Neil Nisperos, Staff Writer
Created: 05/29/2011 06:54:16 PM PDT

CHINO – City officials announced somewhat mixed budget projections for the upcoming fiscal year last week with revenue increases, rising pension costs, a significant reserve dip and the spectre of losing redevelopment agency funds.

Projected general fund expenditures for fiscal year 2011-12 are about $44 million, City Manager Patrick Glover said.

The figure is an increase of about $234,000 from last year, officials said.

City retail sales activity increased 2 percent from last year, Glover said.

Though property tax revenues haven’t been as rosy as sales tax revenues, a projected 0.7 percent increase will provide about $90,000, Glover said.

Development remains sluggish, although the city is seeing some construction activity at its two new housing developments at College Park and The Preserve, which has provided a projected $2.7 million in additional revenue in the coming year.

“We’ve got some new property development at College Park and the Preserve, so hopefully things are starting to turn around,” Mayor Dennis Yates said.

In addition to revenue increases, the city plans to continue saving by leaving eight city positions vacant, bringing a total of 30 unfunded positions in the past three years.

The vacancies will save the city $3.6 million annually, officials said.

Among the positions left vacant is a police lieutenant position, after the recent promotion of Chino Police Lt. Matt Jones to captain this month, which saves the city about $200,000 annually, Yates said.

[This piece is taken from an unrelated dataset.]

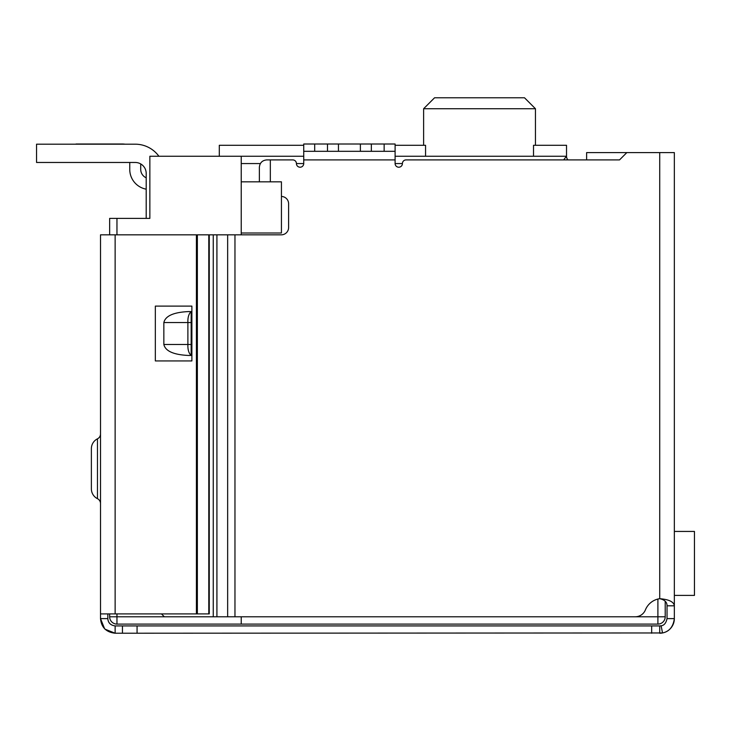 <?xml version="1.0" encoding="UTF-8"?>
<svg xmlns="http://www.w3.org/2000/svg" width="731" height="731" viewBox="0 0 731 731"><rect width="100%" height="100%" fill="white"/><g stroke="black" fill="none" stroke-linecap="round" stroke-linejoin="round"><path stroke-width="1.1" d="M241.23 616.781L241.23 624.091L657.9 624.091L657.9 616.781L241.23 616.781M241.23 234.834L241.23 233.006L281.435 233.006L281.435 181.836L241.23 181.836L241.23 233.006M241.23 181.836L241.23 163.561L260.346 163.561M303.73 156.251L241.23 156.251L241.23 163.561M109.65 613.903L109.65 616.781A7.31 7.31 0 0 0 116.96 624.091A7.31 7.31 0 0 1 109.65 616.781L116.96 616.781L116.96 624.091L241.23 624.091M657.9 599.054L657.9 616.781L665.21 616.781A7.31 7.31 0 0 1 657.9 624.091A7.31 7.31 0 0 0 665.21 616.781L665.21 601.22M241.23 156.251L149.855 156.251L149.855 218.386L109.65 218.386L109.65 234.834M216.915 616.781L213.26 616.781L213.26 234.834L216.915 234.834L216.915 616.781L635.221 616.781A10.965 10.965 0 0 0 645.391 609.928A18.275 18.275 0 0 1 659.727 598.689C668.966 599.457 673.836 601.832 674.347 605.816L674.347 152.596L586.627 152.596L586.627 159.906L567.923 159.906A5.482 5.482 0 0 1 566.525 156.251L563.638 159.906M533.511 156.251L533.511 145.286L566.525 145.286L566.525 156.251L395.105 156.251M120.615 218.386L146.2 218.386L146.2 173.43A10.965 10.965 0 0 0 135.235 162.465L36.55 162.465L36.55 144.19L135.235 144.19A29.24 29.24 0 0 1 158.901 156.251M219.3 156.251L219.3 145.286L303.73 145.286M395.105 145.286L425.561 145.286L425.561 156.251M535.457 145.286L535.457 108.736L423.615 108.736L434.579 97.771L423.615 108.736L423.615 145.286M535.457 108.736L524.492 97.771L535.457 108.736M524.492 97.771L434.579 97.771M76.024 144.19L69.445 144.19M122.442 144.007L76.024 144.007L122.442 144.007A18.275 18.275 0 0 1 125.019 144.19L135.235 144.19L125.019 144.19M140.718 163.936L140.718 169.409A9.137 9.137 0 0 0 146.2 177.788M146.2 189.174A20.102 20.102 0 0 1 129.752 169.409L129.752 162.465M674.347 595.399L694.45 595.399L694.45 531.437L674.347 531.437M36.55 144.19L135.235 144.19M216.915 234.834L281.298 234.834A7.31 7.31 0 0 0 288.608 227.524L288.608 203.766A7.31 7.31 0 0 0 281.435 196.456M626.832 152.596L619.522 159.906L406.07 159.906A3.655 3.655 0 0 0 402.415 163.561A3.655 3.655 0 0 1 398.76 167.216A3.655 3.655 0 0 1 395.105 163.561L395.105 159.906L303.73 159.906L303.73 163.561A3.655 3.655 0 0 1 300.075 167.216A3.655 3.655 0 0 1 296.42 163.561A3.655 3.655 0 0 0 292.765 159.906L270.333 159.906L270.333 181.836M303.73 151.317L314.695 151.317L314.695 144.007L303.73 144.007L303.73 159.906M395.105 151.317L371.348 151.317L371.348 144.007L395.105 144.007L395.105 159.906M161.46 613.903L164.338 616.781L213.26 616.781M213.26 234.834L164.338 234.834M259.368 181.836L259.368 167.216C259.834 162.812 262.274 160.372 266.678 159.906L270.333 159.906M674.347 600.334L674.347 618.609C673.205 626.823 669.258 631.611 662.524 632.955L115.132 633.229L105.036 629.181M371.348 151.317L314.695 151.317M659.727 152.596L659.727 598.689C664.68 599.804 667.111 602.17 667.037 605.816L674.347 605.816M662.012 633.046A14.62 14.62 0 0 0 674.347 618.609L667.037 618.609L667.037 605.816M661.738 633.092A14.62 14.62 0 0 1 659.727 633.229L659.727 625.919L651.668 625.919L651.668 633.229M667.037 618.609C666.069 623.086 664.104 625.48 661.126 625.782A7.31 7.31 0 0 1 659.727 625.919L661.126 625.782L662.524 632.955M314.695 144.007L327.488 144.007L327.488 151.317M338.453 151.317L338.453 144.007L327.488 144.007M338.453 144.007L360.383 144.007L360.383 151.317M371.348 144.007L360.383 144.007M191.156 355.449L188.36 355.449C173.576 354.754 165.407 351.099 163.845 344.484L163.845 322.554C165.407 315.938 173.576 312.283 188.36 311.589L191.156 311.589L191.156 355.449C188.79 353.32 187.703 349.665 187.885 344.484L163.845 344.484M163.845 322.554L187.885 322.554C187.703 317.373 188.79 313.718 191.156 311.589M191.156 322.554L187.885 322.554L187.885 344.484L191.156 344.484M104.597 628.751L100.512 618.609L100.512 234.834L209.267 234.834L209.267 613.903L115.132 613.903L115.132 234.834M115.132 625.919L115.132 633.229C106.196 632.242 101.326 627.372 100.512 618.609L107.822 618.609C108.133 622.849 110.564 625.288 115.132 625.919L122.442 625.919L122.442 633.229M137.062 633.229L137.062 625.919L122.442 625.919M137.062 625.919L651.668 625.919M619.522 159.906L586.627 159.906M107.822 613.903L107.822 618.609M155.338 360.931L191.887 360.931L191.887 306.106L155.338 306.106L155.338 360.931M97.47 498.679L97.47 438.828A10.965 10.965 0 0 0 91.375 448.651L91.375 488.856A10.965 10.965 0 0 0 97.47 498.679A5.482 5.482 0 0 1 100.512 503.586M97.47 438.828A5.482 5.482 0 0 0 100.512 433.922M100.512 613.903L115.132 613.903M208.792 234.834L208.792 613.903M296.42 163.561L303.73 163.561M395.105 163.561L402.415 163.561M116.96 613.903L116.96 616.781L164.338 616.781M116.96 218.386L116.96 234.834M234.962 234.834L234.962 616.781M227.652 234.834L227.652 616.781M384.14 144.007L384.14 151.317M196.411 234.834L196.411 613.903M197.361 234.834L197.361 613.903"/></g></svg>
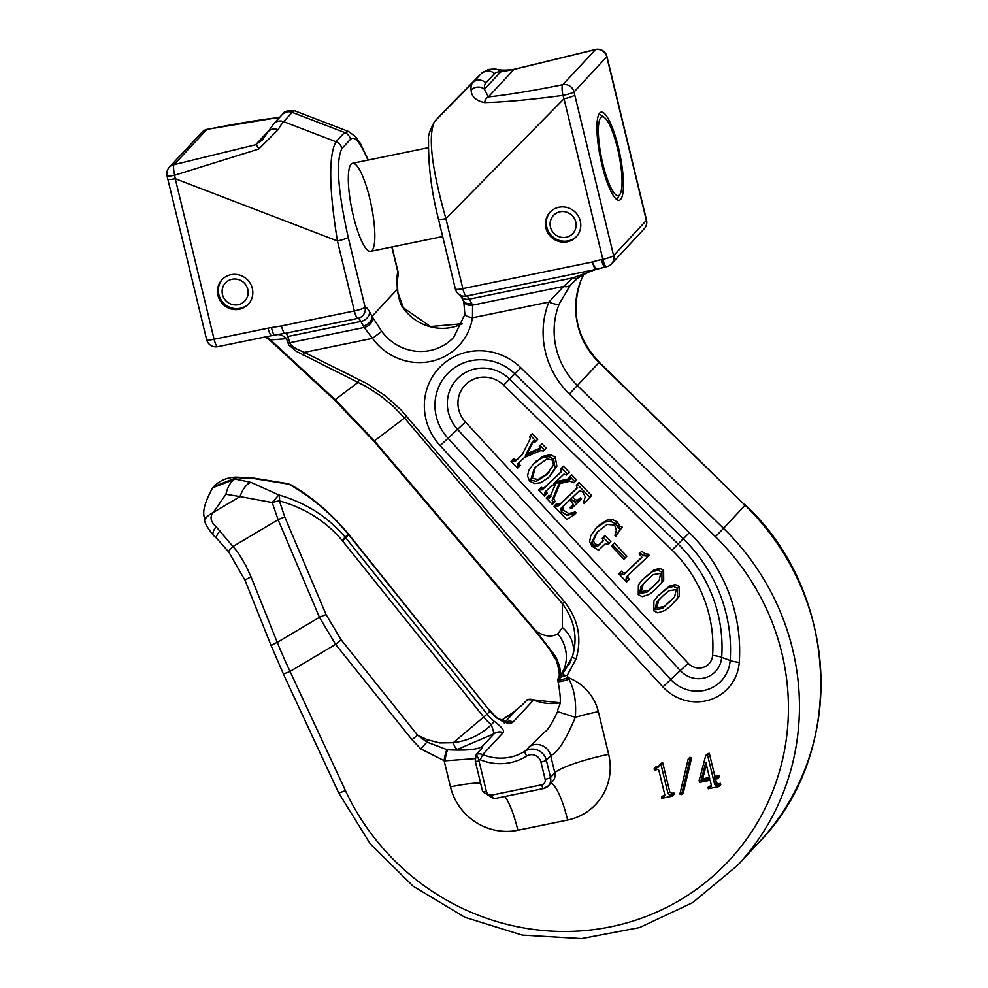 <?xml version="1.0" encoding="UTF-8"?>
<svg xmlns="http://www.w3.org/2000/svg" width="988" height="988" viewBox="0 0 988 988"><rect width="100%" height="100%" fill="white"/><g stroke="black" fill="none" stroke-linecap="round" stroke-linejoin="round"><path stroke-width="1.48" d="M459.815 294.473L460.717 295.918A9.46 7.459 -28.4 0 0 469.374 299.142A18.92 4.174 78.4 0 0 466.385 296.067A9.46 2.087 -101.6 0 1 462.841 288.632A9.46 1.433 166.4 0 1 455.369 289.015A9.46 9.46 0 0 0 464.842 296.239L464.842 296.239A9.46 9.225 -91.7 0 0 466.385 296.067L596.023 269.403A9.46 2.087 -101.6 0 1 592.467 261.981A9.46 2.235 71.9 0 0 597.135 269.119L606.471 266.723A9.46 2.087 -101.6 0 1 602.841 259.301A9.46 1.433 -13.6 0 0 613.61 255.596L574.769 95.058A9.46 1.433 166.4 0 1 564.012 98.763L602.841 259.301L601.433 259.597A9.46 2.087 78.4 0 0 605.064 267.019M574.769 95.058L574.028 91.933L606.768 56.798A9.46 1.741 -14 0 0 606.904 56.365A9.46 9.46 0 0 0 595.789 49.4A9.46 1.877 78.2 0 0 595.529 49.573L562.789 84.696C532.643 90.748 507.832 94.823 488.344 96.923L484.478 89.241A9.46 8.645 173 0 0 471.128 90.019C471.35 96.491 475.821 100.69 484.54 102.604C504.967 102.073 531.112 99.665 562.987 95.367A9.46 1.112 -13.2 0 0 574.028 91.933A9.46 9.114 -137 0 0 562.789 84.696A9.46 2.285 78.6 0 0 562.987 95.367L564.012 98.763L445.909 218.644C431.534 167.799 427.767 135.393 434.621 121.45L443.439 111.99M606.471 266.723A9.46 9.46 0 0 0 611.498 263.907L611.498 263.907A9.46 9.114 -137 0 0 613.61 255.596L646.362 220.448A9.46 9.114 43 0 1 644.25 228.759L644.25 228.759A9.46 9.46 0 0 0 646.523 220.077A9.46 1.433 -13.6 0 1 646.362 220.448L607.534 59.91A9.46 1.433 166.4 0 0 607.682 59.539A9.46 1.433 166.4 0 1 607.682 59.539L646.523 220.077M578.56 277.492A9.46 5.903 -126.6 0 1 578.326 277.69A9.46 5.903 -126.6 0 1 573.015 277.826L596.023 269.403A9.46 6.447 76.9 0 0 596.344 269.341L596.344 269.341A9.46 6.447 76.9 0 0 596.974 269.144M607.534 59.91L606.768 56.798A9.46 9.114 43 0 0 595.529 49.573L513.958 69.432A9.46 2.544 -106 0 0 513.55 69.432C505.77 70.432 499.607 70.284 495.05 68.987A9.46 8.682 -85.3 0 1 500.632 71.914L484.478 89.241A66.233 17.698 -135.4 0 1 485.886 82.893L494.506 73.643A66.233 17.698 -135.4 0 1 500.632 71.914L513.958 69.432L488.344 96.923A9.46 6.212 84 0 0 484.54 102.604M620.637 199.378A44.942 9.917 -101.6 0 1 619.241 200.218A44.942 9.917 -101.6 0 1 600.482 158.191A44.942 9.917 -101.6 0 1 601.136 112.163A44.942 9.917 -101.6 0 1 619.167 150.781A44.942 9.917 -101.6 0 1 620.637 199.378M513.55 69.432L595.776 49.412M688.154 759.13L679.905 794.056L681.609 794.587L689.871 759.71L688.154 759.13L689.871 757.277L691.6 757.858L683.338 792.734L681.609 794.587M689.871 759.71L691.6 757.858M659.688 764.984L658.07 767.355L654.118 768.825L654.427 770.134L657.946 769.405L658.86 770.282L664.689 794.352L663.627 796.513L661.454 796.97L661.775 798.316L672.495 796.106L672.161 794.76L670.025 795.204L668.036 793.673L661.034 764.712L659.688 764.984L661.417 763.131L662.75 762.86L669.753 791.82L671.754 793.352L673.89 792.907L674.211 794.266L672.495 796.106M664.455 796.093L664.788 795.278M661.454 796.97L664.763 794.784M654.118 768.825L655.834 766.972L659.786 765.502M672.161 794.76L673.89 792.907M661.034 764.712L662.75 762.86M707.569 755.141L705.728 755.511L707.457 753.671L709.298 753.288L714.88 776.358L718.894 775.531L719.215 776.877L717.498 778.729L717.165 777.383L713.151 778.198L707.569 755.141L709.298 753.288M713.151 778.198L714.88 776.358M717.165 777.383L718.894 775.531M705.728 755.511L699.134 780.557L699.578 782.41L710.125 780.236L711.323 785.164L710.335 786.917L707.988 787.399L708.322 788.745L719.029 786.534L718.708 785.188L716.201 785.707L714.67 784.472L713.472 779.557L717.498 778.729M715.547 779.124L716.386 782.62L717.918 783.855L720.437 783.336L720.758 784.694L719.029 786.534M718.708 785.188L720.437 783.336M700.924 780.718L705.815 762.39L709.804 778.89L700.924 780.718L702.653 778.865L709.458 777.47M711.113 786.522L711.397 785.781M707.988 787.399L711.335 785.213M706.395 764.811L702.653 778.865M646.399 556.009L643.472 555.762L640.039 553.095L639.1 553.996L641.644 556.664L641.385 557.862L623.873 574.485L621.44 574.633L619.859 572.978L618.883 573.917L626.639 582.006L627.615 581.08L626.071 579.462L626.293 577.017L647.362 557.022L646.399 556.009L648.116 554.157L649.091 555.17L647.362 557.022M641.644 556.664L641.595 557.64M619.859 572.978L621.588 571.138L623.156 572.781L625.602 572.632L641.817 557.244M639.1 553.996L641.768 551.255L645.201 553.91L648.116 554.157M640.039 553.095L641.768 551.255M643.472 555.762L645.201 553.91M618.883 573.917L621.588 571.138M627.615 581.08L629.344 579.227L627.788 577.622L628.022 575.164M536.002 441.204L530.556 435.51L529.58 436.437L530.297 438.647L522.034 454.937L515.156 461.482L512.982 461.359L512.019 460.346L511.043 461.273L517.576 468.114L518.564 467.176L517.502 466.077L517.576 464.014L524.467 457.469L540.584 450.627L543.511 450.985L544.487 450.059L540.251 445.625L539.263 446.564L540.448 448.824L525.48 455.419L532.223 442.13L532.927 441.216L535.027 442.13L537.731 439.351L532.273 433.658L530.556 435.51M519.293 462.162L519.219 464.224L520.281 465.323L518.564 467.176M511.043 461.273L513.748 458.494L514.711 459.506L516.872 459.63L522.244 454.529M512.019 460.346L513.748 458.494M529.58 436.437L532.273 433.658M544.487 450.059L546.216 448.206L541.967 443.785L540.251 445.625M539.263 446.564L541.967 443.785M538.979 449.738L540.535 448.058M525.48 455.419L527.209 453.566L540.498 447.972M533.606 440.957L527.209 453.566M584.291 503.596L591.528 495.544L584.291 503.596L583.439 502.707L585.267 496.865L582.648 491.863L579.487 490.764L571.002 498.817L573.546 501.472L575.275 499.619L577.276 500.373L580.524 497.779L581.487 498.792L579.771 500.644L578.795 499.632L575.547 502.225L573.546 501.472M572.83 497.075L575.275 499.619M578.795 499.632L580.524 497.779M589.811 497.396L577.325 484.355L576.35 485.281L577.066 488.233L558.566 505.782L555.886 506.165L555.034 505.276L554.058 506.202L566.779 519.49L574.361 514.711L573.509 513.822L567.075 515.341L561.332 511.858L560.986 508.314L570.051 499.718L573.225 504.374L570.125 507.857L571.101 508.869L579.771 500.644M570.125 507.857L572.756 505.152M572.04 505.992L572.67 505.263M577.325 484.355L579.054 482.502L591.528 495.544M576.35 485.281L579.054 482.502M555.034 505.276L556.763 503.423L557.603 504.312L560.282 503.942L577.535 487.566M554.058 506.202L556.763 503.423M574.361 514.711L576.078 512.858L575.238 511.982L573.509 513.822M562.715 506.474L563.061 510.006L568.792 513.501L575.238 511.982M553.576 459.062L548.846 456.555L541.029 458.173L533.014 464.422L528.753 470.56L527.555 475.969L529.568 481.119L534.681 483.527L540.658 482.749L548.599 477.562L555.145 468.028L553.576 459.062L555.305 457.209L556.874 466.175L550.057 476.093M546.179 475.03L536.336 481.415L530.642 480.106L534.533 467.867L547.056 458.852L552.477 460.112L553.49 465.138L546.179 475.03L549.254 471.844M535.422 466.929L532.371 478.254L538.065 479.563L547.908 473.178M536.336 481.415L538.065 479.563M533.014 464.422L542.758 456.32L550.563 454.702L555.305 457.209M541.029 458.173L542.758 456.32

Despite the gains, the city is bracing for the possibility of the state eliminating redevelopment agencies as part of Gov. Jerry Brown’s plan to close a near $10 billion state budget deficit.

“If this does come to fruition, this will be a severe impact for the city of Chino and our ability to provide funding for projects such as the cultural arts center, and would severely limit our ability to provide low and moderate income families with housing opportunities at the local level,” Glover said.

The city is counting on redevelopment agency funds to help complete a $12 million Cultural Arts Center. Officials plan to begin building next year on Central Avenue across from City Hall.

Even with new savings, the largest impact to general fund expenditures are rising pension benefit costs, officials said.

The city currently pays the full share of contribution costs for employees. The city’s $6.6 million CalPERS contribution this year is increasing to $7.7 million next fiscal year, because earnings from the PERS investment portfolio have fallen short.

In response, Glover announced a city plan to mitigate the rising pension costs by using $4.2 million from general fund reserves to pay off a PERS “side fund” established six years ago to address public safety employee retirement costs.

In addition, the city plans to prepay the annual PERS cost of $7.7 million in July.